Lettres: Il a triomphé du système Andrée Ferretti, Brigham, le 21 janvier 2008

Édition du mercredi 23 janvier 2008
Mots clés : Robert Lemieux, Comité pour la défense des prisonniers politiques, Justice, Québec (province)



J'ai bien connu Robert Lemieux alors qu'il était engagé au sein du Comité pour la défense des prisonniers politiques. Son dévouement était exemplaire et suscitait l'admiration et le respect des militants.


Pour ma part, c'est sa détermination, sa combativité et son courage qui m'émouvaient.

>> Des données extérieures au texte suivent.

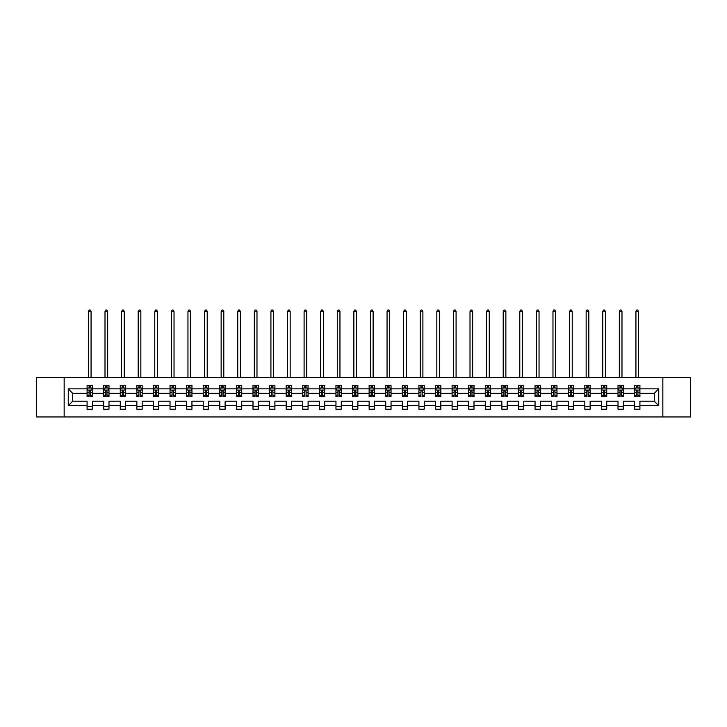 <?xml version="1.0" encoding="UTF-8"?>
<svg xmlns="http://www.w3.org/2000/svg" width="727" height="727" viewBox="0 0 727 727"><rect width="100%" height="100%" fill="white"/><g stroke="black" fill="none" stroke-linecap="round" stroke-linejoin="round"><path stroke-width="1.09" d="M662.842 416.944L690.65 416.944L690.65 377.595L662.842 377.595L662.842 416.944L64.158 416.944L64.158 377.595L36.35 377.595L36.35 416.944L64.158 416.944M639.914 405.666L639.914 401.204L654.273 401.204L658.744 405.666L639.914 405.666L639.914 409.237L634.598 409.237L634.598 405.666L623.33 405.666L623.33 409.237L618.014 409.237L618.014 405.666L606.736 405.666L606.736 409.237L601.42 409.237L601.42 405.666L590.142 405.666L590.142 409.237L584.826 409.237L584.826 405.666L573.548 405.666L573.548 409.237L568.232 409.237L568.232 405.666L556.964 405.666L556.964 409.237L551.648 409.237L551.648 405.666L540.37 405.666L540.37 409.237L535.054 409.237L535.054 405.666L523.776 405.666L523.776 409.237L518.46 409.237L518.46 405.666L507.182 405.666L507.182 409.237L501.866 409.237L501.866 405.666L490.598 405.666L490.598 409.237L485.282 409.237L485.282 405.666L474.004 405.666L474.004 409.237L468.688 409.237L468.688 405.666L457.41 405.666L457.41 409.237L452.094 409.237L452.094 405.666L440.816 405.666L440.816 409.237L435.5 409.237L435.5 405.666L424.232 405.666L424.232 409.237L418.916 409.237L418.916 405.666L407.638 405.666L407.638 409.237L402.322 409.237L402.322 405.666L391.044 405.666L391.044 409.237L385.728 409.237L385.728 405.666L374.45 405.666L374.45 409.237L369.134 409.237L369.134 405.666L357.866 405.666L357.866 409.237L352.55 409.237L352.55 405.666L341.272 405.666L341.272 409.237L335.956 409.237L335.956 405.666L324.678 405.666L324.678 409.237L319.362 409.237L319.362 405.666L308.084 405.666L308.084 409.237L302.768 409.237L302.768 405.666L291.5 405.666L291.5 409.237L286.184 409.237L286.184 405.666L274.906 405.666L274.906 409.237L269.59 409.237L269.59 405.666L258.312 405.666L258.312 409.237L252.996 409.237L252.996 405.666L241.718 405.666L241.718 409.237L236.402 409.237L236.402 405.666L225.134 405.666L225.134 409.237L219.818 409.237L219.818 405.666L208.54 405.666L208.54 409.237L203.224 409.237L203.224 405.666L191.946 405.666L191.946 409.237L186.63 409.237L186.63 405.666L175.352 405.666L175.352 409.237L170.036 409.237L170.036 405.666L158.768 405.666L158.768 409.237L153.452 409.237L153.452 405.666L142.174 405.666L142.174 409.237L136.858 409.237L136.858 405.666L125.58 405.666L125.58 409.237L120.264 409.237L120.264 405.666L108.986 405.666L108.986 409.237L103.67 409.237L103.67 405.666L92.402 405.666L92.402 409.237L87.086 409.237L87.086 405.666L68.256 405.666L68.256 388.863L87.086 388.863L87.086 385.301L92.402 385.301L92.402 388.863L103.67 388.863L103.67 385.301L108.986 385.301L108.986 388.863L120.264 388.863L120.264 385.301L125.58 385.301L125.58 388.863L136.858 388.863L136.858 385.301L142.174 385.301L142.174 388.863L153.452 388.863L153.452 385.301L158.768 385.301L158.768 388.863L170.036 388.863L170.036 385.301L175.352 385.301L175.352 388.863L186.63 388.863L186.63 385.301L191.946 385.301L191.946 388.863L203.224 388.863L203.224 385.301L208.54 385.301L208.54 388.863L219.818 388.863L219.818 385.301L225.134 385.301L225.134 388.863L236.402 388.863L236.402 385.301L241.718 385.301L241.718 388.863L252.996 388.863L252.996 385.301L258.312 385.301L258.312 388.863L269.59 388.863L269.59 385.301L274.906 385.301L274.906 388.863L286.184 388.863L286.184 385.301L291.5 385.301L291.5 388.863L302.768 388.863L302.768 385.301L308.084 385.301L308.084 388.863L319.362 388.863L319.362 385.301L324.678 385.301L324.678 388.863L335.956 388.863L335.956 385.301L341.272 385.301L341.272 388.863L352.55 388.863L352.55 385.301L357.866 385.301L357.866 388.863L369.134 388.863L369.134 385.301L374.45 385.301L374.45 388.863L385.728 388.863L385.728 385.301L391.044 385.301L391.044 388.863L402.322 388.863L402.322 385.301L407.638 385.301L407.638 388.863L418.916 388.863L418.916 385.301L424.232 385.301L424.232 388.863L435.5 388.863L435.5 385.301L440.816 385.301L440.816 388.863L452.094 388.863L452.094 385.301L457.41 385.301L457.41 388.863L468.688 388.863L468.688 385.301L474.004 385.301L474.004 388.863L485.282 388.863L485.282 385.301L490.598 385.301L490.598 388.863L501.866 388.863L501.866 385.301L507.182 385.301L507.182 388.863L518.46 388.863L518.46 385.301L523.776 385.301L523.776 388.863L535.054 388.863L535.054 385.301L540.37 385.301L540.37 388.863L551.648 388.863L551.648 385.301L556.964 385.301L556.964 388.863L568.232 388.863L568.232 385.301L573.548 385.301L573.548 388.863L584.826 388.863L584.826 385.301L590.142 385.301L590.142 388.863L601.42 388.863L601.42 385.301L606.736 385.301L606.736 388.863L618.014 388.863L618.014 385.301L623.33 385.301L623.33 388.863L634.598 388.863L634.598 385.301L639.914 385.301L639.914 388.863L658.744 388.863L658.744 405.666M662.842 377.595L64.158 377.595M634.598 388.863L634.598 393.334L623.33 393.334L623.33 388.863M623.33 405.666L623.33 401.204L634.598 401.204L634.598 405.666M618.014 388.863L618.014 393.334L606.736 393.334L606.736 388.863M606.736 405.666L606.736 401.204L618.014 401.204L618.014 405.666M601.42 388.863L601.42 393.334L590.142 393.334L590.142 388.863M590.142 405.666L590.142 401.204L601.42 401.204L601.42 405.666M584.826 388.863L584.826 393.334L573.548 393.334L573.548 388.863M573.548 405.666L573.548 401.204L584.826 401.204L584.826 405.666M568.232 388.863L568.232 393.334L556.964 393.334L556.964 388.863M556.964 405.666L556.964 401.204L568.232 401.204L568.232 405.666M551.648 388.863L551.648 393.334L540.37 393.334L540.37 388.863M540.37 405.666L540.37 401.204L551.648 401.204L551.648 405.666M535.054 388.863L535.054 393.334L523.776 393.334L523.776 388.863M523.776 405.666L523.776 401.204L535.054 401.204L535.054 405.666M518.46 388.863L518.46 393.334L507.182 393.334L507.182 388.863M507.182 405.666L507.182 401.204L518.46 401.204L518.46 405.666M501.866 388.863L501.866 393.334L490.598 393.334L490.598 388.863M490.598 405.666L490.598 401.204L501.866 401.204L501.866 405.666M485.282 388.863L485.282 393.334L474.004 393.334L474.004 388.863M474.004 405.666L474.004 401.204L485.282 401.204L485.282 405.666M468.688 388.863L468.688 393.334L457.41 393.334L457.41 388.863M457.41 405.666L457.41 401.204L468.688 401.204L468.688 405.666M452.094 388.863L452.094 393.334L440.816 393.334L440.816 388.863M440.816 405.666L440.816 401.204L452.094 401.204L452.094 405.666M435.5 388.863L435.5 393.334L424.232 393.334L424.232 388.863M424.232 405.666L424.232 401.204L435.5 401.204L435.5 405.666M418.916 388.863L418.916 393.334L407.638 393.334L407.638 388.863M407.638 405.666L407.638 401.204L418.916 401.204L418.916 405.666M402.322 388.863L402.322 393.334L391.044 393.334L391.044 388.863M391.044 405.666L391.044 401.204L402.322 401.204L402.322 405.666M385.728 388.863L385.728 393.334L374.45 393.334L374.45 388.863M374.45 405.666L374.45 401.204L385.728 401.204L385.728 405.666M369.134 388.863L369.134 393.334L357.866 393.334L357.866 388.863M357.866 405.666L357.866 401.204L369.134 401.204L369.134 405.666M352.55 388.863L352.55 393.334L341.272 393.334L341.272 388.863M341.272 405.666L341.272 401.204L352.55 401.204L352.55 405.666M335.956 388.863L335.956 393.334L324.678 393.334L324.678 388.863M324.678 405.666L324.678 401.204L335.956 401.204L335.956 405.666M319.362 388.863L319.362 393.334L308.084 393.334L308.084 388.863M308.084 405.666L308.084 401.204L319.362 401.204L319.362 405.666M302.768 388.863L302.768 393.334L291.5 393.334L291.5 388.863M291.5 405.666L291.5 401.204L302.768 401.204L302.768 405.666M286.184 388.863L286.184 393.334L274.906 393.334L274.906 388.863M274.906 405.666L274.906 401.204L286.184 401.204L286.184 405.666M269.59 388.863L269.59 393.334L258.312 393.334L258.312 388.863M258.312 405.666L258.312 401.204L269.59 401.204L269.59 405.666M252.996 388.863L252.996 393.334L241.718 393.334L241.718 388.863M241.718 405.666L241.718 401.204L252.996 401.204L252.996 405.666M236.402 388.863L236.402 393.334L225.134 393.334L225.134 388.863M225.134 405.666L225.134 401.204L236.402 401.204L236.402 405.666M219.818 388.863L219.818 393.334L208.54 393.334L208.54 388.863M208.54 405.666L208.54 401.204L219.818 401.204L219.818 405.666M203.224 388.863L203.224 393.334L191.946 393.334L191.946 388.863M191.946 405.666L191.946 401.204L203.224 401.204L203.224 405.666M186.63 388.863L186.63 393.334L175.352 393.334L175.352 388.863M175.352 405.666L175.352 401.204L186.63 401.204L186.63 405.666M170.036 388.863L170.036 393.334L158.768 393.334L158.768 388.863M158.768 405.666L158.768 401.204L170.036 401.204L170.036 405.666M153.452 388.863L153.452 393.334L142.174 393.334L142.174 388.863M142.174 405.666L142.174 401.204L153.452 401.204L153.452 405.666M136.858 388.863L136.858 393.334L125.58 393.334L125.58 388.863M125.58 405.666L125.58 401.204L136.858 401.204L136.858 405.666M120.264 388.863L120.264 393.334L108.986 393.334L108.986 388.863M108.986 405.666L108.986 401.204L120.264 401.204L120.264 405.666M103.67 388.863L103.67 393.334L92.402 393.334L92.402 388.863M92.402 405.666L92.402 401.204L103.67 401.204L103.67 405.666M87.086 388.863L87.086 393.334L72.727 393.334L72.727 401.204L87.086 401.204L87.086 405.666M68.256 388.863L72.727 393.334M654.273 401.204L654.273 393.334L639.914 393.334L639.914 388.863M636.625 387.964L637.897 387.964M620.031 387.964L621.303 387.964M603.437 387.964L604.719 387.964M586.843 387.964L588.125 387.964M570.259 387.964L571.531 387.964M553.665 387.964L554.937 387.964M537.071 387.964L538.353 387.964M520.477 387.964L521.759 387.964M503.893 387.964L505.165 387.964M487.299 387.964L488.571 387.964M470.705 387.964L471.987 387.964M454.111 387.964L455.393 387.964M437.527 387.964L438.799 387.964M420.933 387.964L422.205 387.964M404.339 387.964L405.621 387.964M387.745 387.964L389.027 387.964M371.161 387.964L372.433 387.964M354.567 387.964L355.839 387.964M337.973 387.964L339.255 387.964M321.379 387.964L322.661 387.964M304.795 387.964L306.067 387.964M288.201 387.964L289.473 387.964M271.607 387.964L272.889 387.964M255.013 387.964L256.295 387.964M238.429 387.964L239.701 387.964M221.835 387.964L223.107 387.964M205.241 387.964L206.523 387.964M188.647 387.964L189.929 387.964M172.063 387.964L173.335 387.964M155.469 387.964L156.741 387.964M138.875 387.964L140.157 387.964M122.281 387.964L123.563 387.964M105.697 387.964L106.969 387.964M89.103 387.964L90.375 387.964M87.086 406.575L92.402 406.575M103.67 406.575L108.986 406.575M120.264 406.575L125.58 406.575M136.858 406.575L142.174 406.575M153.452 406.575L158.768 406.575M170.036 406.575L175.352 406.575M186.63 406.575L191.946 406.575M203.224 406.575L208.54 406.575M219.818 406.575L225.134 406.575M236.402 406.575L241.718 406.575M252.996 406.575L258.312 406.575M269.59 406.575L274.906 406.575M286.184 406.575L291.5 406.575M302.768 406.575L308.084 406.575M319.362 406.575L324.678 406.575M335.956 406.575L341.272 406.575M352.55 406.575L357.866 406.575M369.134 406.575L374.45 406.575M385.728 406.575L391.044 406.575M402.322 406.575L407.638 406.575M418.916 406.575L424.232 406.575M435.5 406.575L440.816 406.575M452.094 406.575L457.41 406.575M468.688 406.575L474.004 406.575M485.282 406.575L490.598 406.575M501.866 406.575L507.182 406.575M518.46 406.575L523.776 406.575M535.054 406.575L540.37 406.575M551.648 406.575L556.964 406.575M568.232 406.575L573.548 406.575M584.826 406.575L590.142 406.575M601.42 406.575L606.736 406.575M618.014 406.575L623.33 406.575M634.598 406.575L639.914 406.575M72.727 401.204L68.256 405.666M658.744 388.863L654.273 393.334M90.375 386.682L89.103 386.682M88.085 388.145L87.086 388.145L87.086 385.301L89.103 385.301L89.103 388.018M87.086 395.297L87.086 396.633L89.103 396.633L89.103 395.297L87.086 395.297L87.086 393.334M92.402 393.334L92.402 396.633L90.375 396.633L90.375 390.944L89.103 390.944L89.103 395.297M91.402 388.145L92.402 388.145L92.402 385.301L90.375 385.301L90.375 388.018M92.402 390.145L91.338 388.018L88.149 388.018L87.086 390.145M91.066 377.595L91.066 311.438L88.412 311.438L88.412 377.595M88.412 311.438L89.212 310.056L90.275 310.056L91.066 311.438M106.969 386.682L105.697 386.682M104.67 388.145L103.67 388.145L103.67 385.301L105.697 385.301L105.697 388.018M103.67 395.297L103.67 396.633L105.697 396.633L105.697 395.297L103.67 395.297L103.67 393.334M108.986 393.334L108.986 396.633L106.969 396.633L106.969 390.944L105.697 390.944L105.697 395.297M107.987 388.145L108.986 388.145L108.986 385.301L106.969 385.301L106.969 388.018M108.986 390.145L107.923 388.018L104.733 388.018L103.67 390.145M107.66 377.595L107.66 311.438L105.006 311.438L105.006 377.595M105.006 311.438L105.797 310.056L106.86 310.056L107.66 311.438M123.563 386.682L122.281 386.682M121.264 388.145L120.264 388.145L120.264 385.301L122.281 385.301L122.281 388.018M120.264 395.297L120.264 396.633L122.281 396.633L122.281 395.297L120.264 395.297L120.264 393.334M125.58 393.334L125.58 396.633L123.563 396.633L123.563 390.944L122.281 390.944L122.281 395.297M124.581 388.145L125.58 388.145L125.58 385.301L123.563 385.301L123.563 388.018M125.58 390.145L124.517 388.018L121.327 388.018L120.264 390.145M124.253 377.595L124.253 311.438L121.591 311.438L121.591 377.595M121.591 311.438L122.39 310.056L123.454 310.056L124.253 311.438M140.157 386.682L138.875 386.682M137.857 388.145L136.858 388.145L136.858 385.301L138.875 385.301L138.875 388.018M136.858 395.297L136.858 396.633L138.875 396.633L138.875 395.297L136.858 395.297L136.858 393.334M142.174 393.334L142.174 396.633L140.157 396.633L140.157 390.944L138.875 390.944L138.875 395.297M141.174 388.145L142.174 388.145L142.174 385.301L140.157 385.301L140.157 388.018M142.174 390.145L141.111 388.018L137.921 388.018L136.858 390.145M140.847 377.595L140.847 311.438L138.185 311.438L138.185 377.595M138.185 311.438L138.984 310.056L140.047 310.056L140.847 311.438M156.741 386.682L155.469 386.682M154.451 388.145L153.452 388.145L153.452 385.301L155.469 385.301L155.469 388.018M153.452 395.297L153.452 396.633L155.469 396.633L155.469 395.297L153.452 395.297L153.452 393.334M158.768 393.334L158.768 396.633L156.741 396.633L156.741 390.944L155.469 390.944L155.469 395.297M157.768 388.145L158.768 388.145L158.768 385.301L156.741 385.301L156.741 388.018M158.768 390.145L157.704 388.018L154.515 388.018L153.452 390.145M157.432 377.595L157.432 311.438L154.778 311.438L154.778 377.595M154.778 311.438L155.578 310.056L156.641 310.056L157.432 311.438M173.335 386.682L172.063 386.682M171.036 388.145L170.036 388.145L170.036 385.301L172.063 385.301L172.063 388.018M170.036 395.297L170.036 396.633L172.063 396.633L172.063 395.297L170.036 395.297L170.036 393.334M175.352 393.334L175.352 396.633L173.335 396.633L173.335 390.944L172.063 390.944L172.063 395.297M174.353 388.145L175.352 388.145L175.352 385.301L173.335 385.301L173.335 388.018M175.352 390.145L174.289 388.018L171.099 388.018L170.036 390.145M174.026 377.595L174.026 311.438L171.372 311.438L171.372 377.595M171.372 311.438L172.163 310.056L173.226 310.056L174.026 311.438M189.929 386.682L188.647 386.682M187.63 388.145L186.63 388.145L186.63 385.301L188.647 385.301L188.647 388.018M186.63 395.297L186.63 396.633L188.647 396.633L188.647 395.297L186.63 395.297L186.63 393.334M191.946 393.334L191.946 396.633L189.929 396.633L189.929 390.944L188.647 390.944L188.647 395.297M190.947 388.145L191.946 388.145L191.946 385.301L189.929 385.301L189.929 388.018M191.946 390.145L190.883 388.018L187.693 388.018L186.63 390.145M190.619 377.595L190.619 311.438L187.957 311.438L187.957 377.595M187.957 311.438L188.756 310.056L189.82 310.056L190.619 311.438M206.523 386.682L205.241 386.682M204.223 388.145L203.224 388.145L203.224 385.301L205.241 385.301L205.241 388.018M203.224 395.297L203.224 396.633L205.241 396.633L205.241 395.297L203.224 395.297L203.224 393.334M208.54 393.334L208.54 396.633L206.523 396.633L206.523 390.944L205.241 390.944L205.241 395.297M207.54 388.145L208.54 388.145L208.54 385.301L206.523 385.301L206.523 388.018M208.54 390.145L207.477 388.018L204.287 388.018L203.224 390.145M207.213 377.595L207.213 311.438L204.551 311.438L204.551 377.595M204.551 311.438L205.35 310.056L206.413 310.056L207.213 311.438M223.107 386.682L221.835 386.682M220.817 388.145L219.818 388.145L219.818 385.301L221.835 385.301L221.835 388.018M219.818 395.297L219.818 396.633L221.835 396.633L221.835 395.297L219.818 395.297L219.818 393.334M225.134 393.334L225.134 396.633L223.107 396.633L223.107 390.944L221.835 390.944L221.835 395.297M224.134 388.145L225.134 388.145L225.134 385.301L223.107 385.301L223.107 388.018M225.134 390.145L224.07 388.018L220.881 388.018L219.818 390.145M223.798 377.595L223.798 311.438L221.144 311.438L221.144 377.595M221.144 311.438L221.944 310.056L223.007 310.056L223.798 311.438M239.701 386.682L238.429 386.682M237.402 388.145L236.402 388.145L236.402 385.301L238.429 385.301L238.429 388.018M236.402 395.297L236.402 396.633L238.429 396.633L238.429 395.297L236.402 395.297L236.402 393.334M241.718 393.334L241.718 396.633L239.701 396.633L239.701 390.944L238.429 390.944L238.429 395.297M240.719 388.145L241.718 388.145L241.718 385.301L239.701 385.301L239.701 388.018M241.718 390.145L240.655 388.018L237.465 388.018L236.402 390.145M240.392 377.595L240.392 311.438L237.738 311.438L237.738 377.595M237.738 311.438L238.529 310.056L239.592 310.056L240.392 311.438M256.295 386.682L255.013 386.682M253.996 388.145L252.996 388.145L252.996 385.301L255.013 385.301L255.013 388.018M252.996 395.297L252.996 396.633L255.013 396.633L255.013 395.297L252.996 395.297L252.996 393.334M258.312 393.334L258.312 396.633L256.295 396.633L256.295 390.944L255.013 390.944L255.013 395.297M257.313 388.145L258.312 388.145L258.312 385.301L256.295 385.301L256.295 388.018M258.312 390.145L257.249 388.018L254.059 388.018L252.996 390.145M256.985 377.595L256.985 311.438L254.323 311.438L254.323 377.595M254.323 311.438L255.122 310.056L256.186 310.056L256.985 311.438M272.889 386.682L271.607 386.682M270.589 388.145L269.59 388.145L269.59 385.301L271.607 385.301L271.607 388.018M269.59 395.297L269.59 396.633L271.607 396.633L271.607 395.297L269.59 395.297L269.59 393.334M274.906 393.334L274.906 396.633L272.889 396.633L272.889 390.944L271.607 390.944L271.607 395.297M273.906 388.145L274.906 388.145L274.906 385.301L272.889 385.301L272.889 388.018M274.906 390.145L273.843 388.018L270.653 388.018L269.59 390.145M273.579 377.595L273.579 311.438L270.917 311.438L270.917 377.595M270.917 311.438L271.716 310.056L272.779 310.056L273.579 311.438M289.473 386.682L288.201 386.682M287.183 388.145L286.184 388.145L286.184 385.301L288.201 385.301L288.201 388.018M286.184 395.297L286.184 396.633L288.201 396.633L288.201 395.297L286.184 395.297L286.184 393.334M291.5 393.334L291.5 396.633L289.473 396.633L289.473 390.944L288.201 390.944L288.201 395.297M290.5 388.145L291.5 388.145L291.5 385.301L289.473 385.301L289.473 388.018M291.5 390.145L290.437 388.018L287.247 388.018L286.184 390.145M290.164 377.595L290.164 311.438L287.51 311.438L287.51 377.595M287.51 311.438L288.31 310.056L289.373 310.056L290.164 311.438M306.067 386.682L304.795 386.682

Alors que sa connaissance exhaustive des codes criminels et civils du Canada et du Québec et des fonctionnements officiel et officieux du système de droit canadien lui aurait permis de faire une brillante carrière dans les grands bureaux d'avocats du Québec, il a choisi de se battre contre la loi et pour la justice en utilisant avec intelligence toutes les règles et toutes les astuces du système.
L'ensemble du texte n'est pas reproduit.